[[ Exercise material open ]]

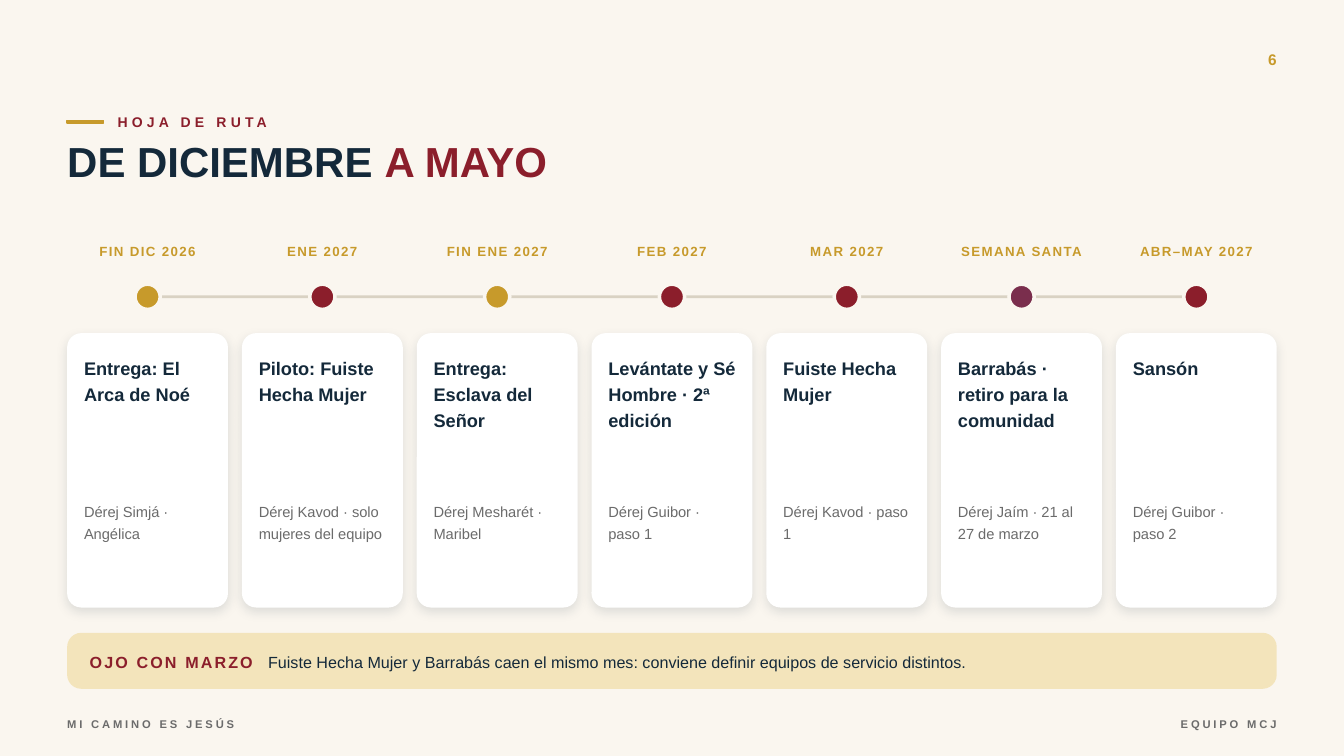
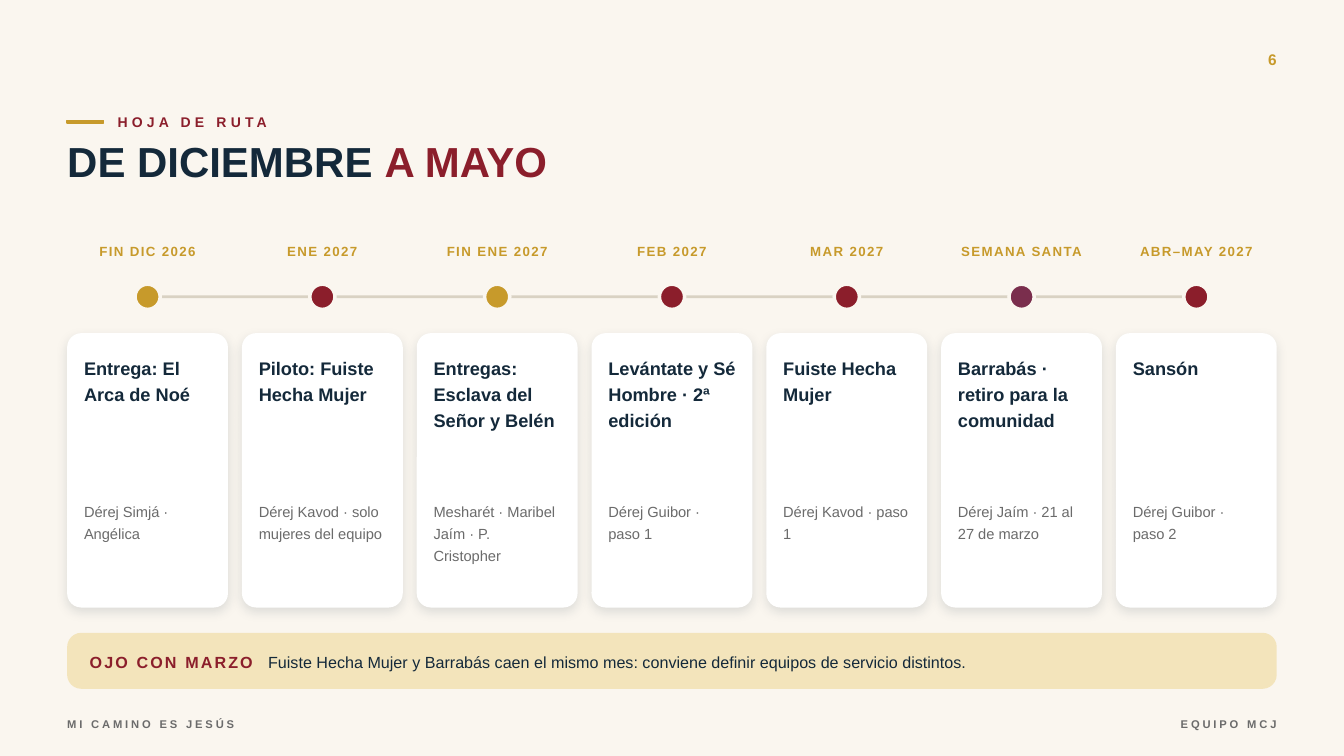
Before and after one commit to iikno/micaminoesjesus, a slide deck: slide 6 of presentacion/MCJ-Presentacion-Equipo.pptx. Drawn at 1344x756 pixels with LibreOffice and Linux fonts; fonts in the diff are those of the drawing; background and template pictures are left out. Boxes give left, top, right and bottom in pixels: in the first picture for what was removed or moved away, otherwise in the second. Text is boxed around its words. In the diff, an @@ line names an element or a change of style, - is before the commit and + after.

```diff
--- a/presentacion/MCJ-Presentacion-Equipo.pptx
+++ b/presentacion/MCJ-Presentacion-Equipo.pptx
@@ text at bbox=[434, 362, 554, 431]: text changed @@
-Entrega: Esclava del Señor
+Entregas: Esclava del Señor y Belén
@@ text at bbox=[434, 506, 555, 564]: text changed @@
-Dérej Mesharét · Maribel
+Mesharét · Maribel
+Jaím · P. Cristopher
```
Also in this commit, not shown: 8 other slides changed, 2 slides added, 2 other files.

[[ Exercise material closed ]]

**Task to complete**. Retype the data above exactly; pictures are not part of the copy.

**Result of this task**.
Before and after one commit to iikno/micaminoesjesus, a slide deck: slide 6 of presentacion/MCJ-Presentacion-Equipo.pptx. Drawn at 1344x756 pixels with LibreOffice and Linux fonts; fonts in the diff are those of the drawing; background and template pictures are left out. Boxes give left, top, right and bottom in pixels: in the first picture for what was removed or moved away, otherwise in the second. Text is boxed around its words. In the diff, an @@ line names an element or a change of style, - is before the commit and + after.

```diff
--- a/presentacion/MCJ-Presentacion-Equipo.pptx
+++ b/presentacion/MCJ-Presentacion-Equipo.pptx
@@ text at bbox=[434, 362, 554, 431]: text changed @@
-Entrega: Esclava del Señor
+Entregas: Esclava del Señor y Belén
@@ text at bbox=[434, 506, 555, 564]: text changed @@
-Dérej Mesharét · Maribel
+Mesharét · Maribel
+Jaím · P. Cristopher
```
Also in this commit, not shown: 8 other slides changed, 2 slides added, 2 other files.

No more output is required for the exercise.